Parenting in the 21st Century, Part 1: The Secret to Great Parenting: Andy Stanley (Transcript)

Full text of Pastor Andy Stanley’s talk titled “The Secret to Great Parenting” which is a part of the lecture series called ‘Parenting in the 21st Century’.

Listen to the MP3 Audio here:

TRANSCRIPT:

Andy Stanley – Leadership Author and Pastor of North Point Ministries

Hey everybody, thank you so much for joining us. If this is your first time, we certainly hope it’s not your last time. And this is a great time to join us because we are at the front end of a brand new series.
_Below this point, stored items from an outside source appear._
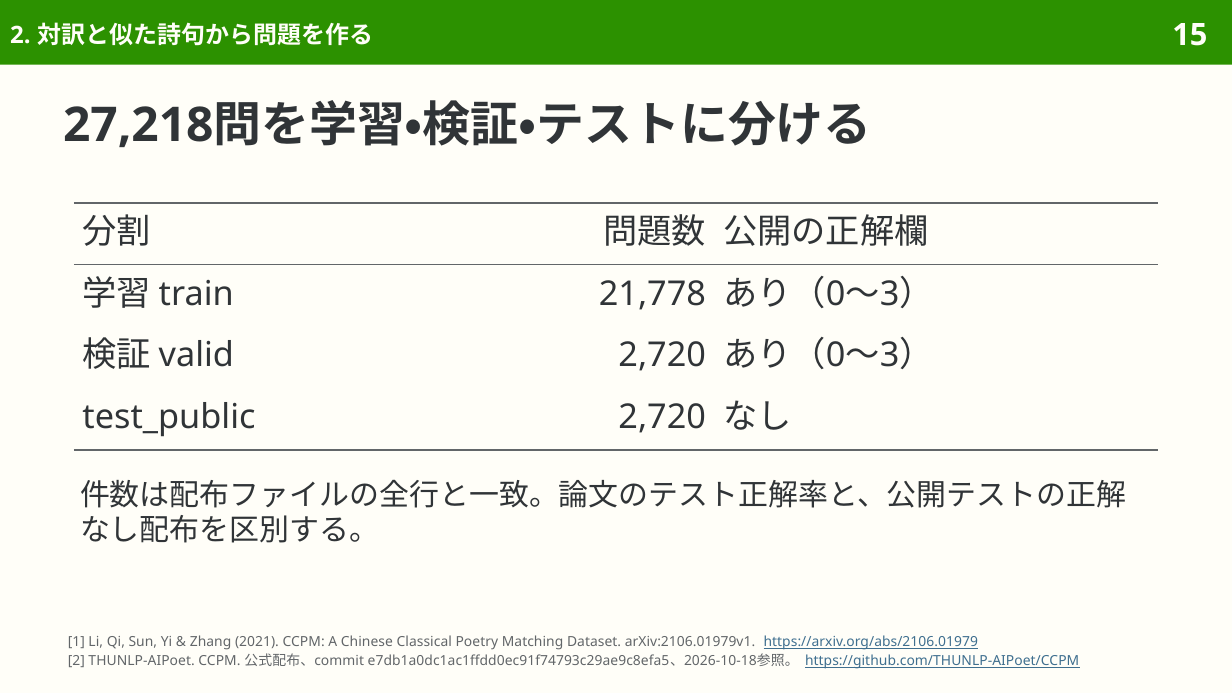
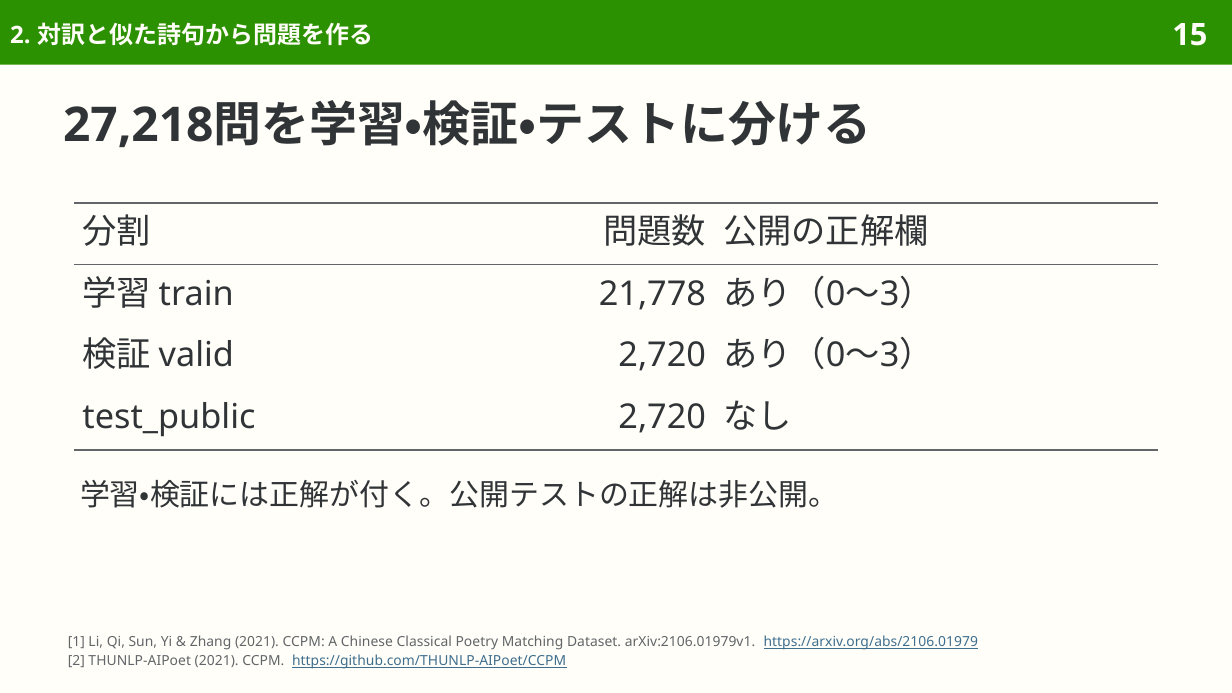
Before and after one commit to sasakiy84/datasets-in-10-minutes, a slide deck: slide 15 of slides/datasets-in-10-minutes-ccpm.pptx. Drawn at 1232x693 pixels with LibreOffice and Linux fonts; fonts in the diff are those of the drawing. Boxes give left, top, right and bottom in pixels: in the first picture for what was removed or moved away, otherwise in the second. Text is boxed around its words. In the diff, an @@ line names an element or a change of style, - is before the commit and + after.

Commit message:
Improve CCPM Japanese translations and reader-focused explanations

```diff
--- a/slides/datasets-in-10-minutes-ccpm.pptx
+++ b/slides/datasets-in-10-minutes-ccpm.pptx
@@ text at [80, 480, 838, 508]: text changed @@
-件数は配布ファイルの全行と一致。論文のテスト正解率と、公開テストの正解なし配布を区別する。
+学習・検証には正解が付く。公開テストの正解は非公開。
@@ text at [68, 654, 566, 669]: text changed; text colour #626669 to #3F6F8F @@
-[2] THUNLP-AIPoet. CCPM. 公式配布、commit e7db1a0dc1ac1ffdd0ec91f74793c29ae9c8efa5、2026-10-18参照。 https://github.com/THUNLP-AIPoet/CCPM
+[2] THUNLP-AIPoet (2021). CCPM. https://github.com/THUNLP-AIPoet/CCPM
```
Also in this commit, not shown: 32 other slides changed, 7 slides removed, 33 other files.

For the next several weeks, I want to talk to parents, grandparents, future parents, aunts, uncles, anybody who feels the weight, and the responsibility of equipping an infant, a child, a teenager, a middle schooler, or a high schooler for life.

Today, and for the next few weeks, I want to talk about parenting.

Now, when Sandra and I talk to parents about parenting, she always says something that gets everybody’s attention. And for those of you who are in this season, where you’re raising middle school or high school students, you totally get this.

Here’s what she always says, she says: “The days are long… the days are long, but the years… the years are short.” And this is oh, so true.

On the front end, you feel like you have plenty of time, and then you blink, and they’re 10. And then they’re graduating from middle school, and then they’re gone. And you will think, “Oh, no, are they really ready? Did I tell them everything they needed to know? Did I prepare them for life?”

And the answer to that question is always, “no, you didn’t.” You probably forgot a few essential, some really important things, which is understandable, because you were busy. You were busy parenting.

Now, like most first time fathers and mothers, I will never ever forget the terror. And that’s the right word, the terror I felt when the nurse at the hospital, you’ll remember this, some of you, closed our car door, as she sent Sandra and me home with a baby by ourselves.

What were they thinking?

I knew what I was thinking, I was thinking, “Surely one of you is coming home with us.” I mean, what if we do this wrong? And that’s, I think that’s the first time that it dawned on me that just because I have a parent, just because I have a parent doesn’t mean I know anything about being one.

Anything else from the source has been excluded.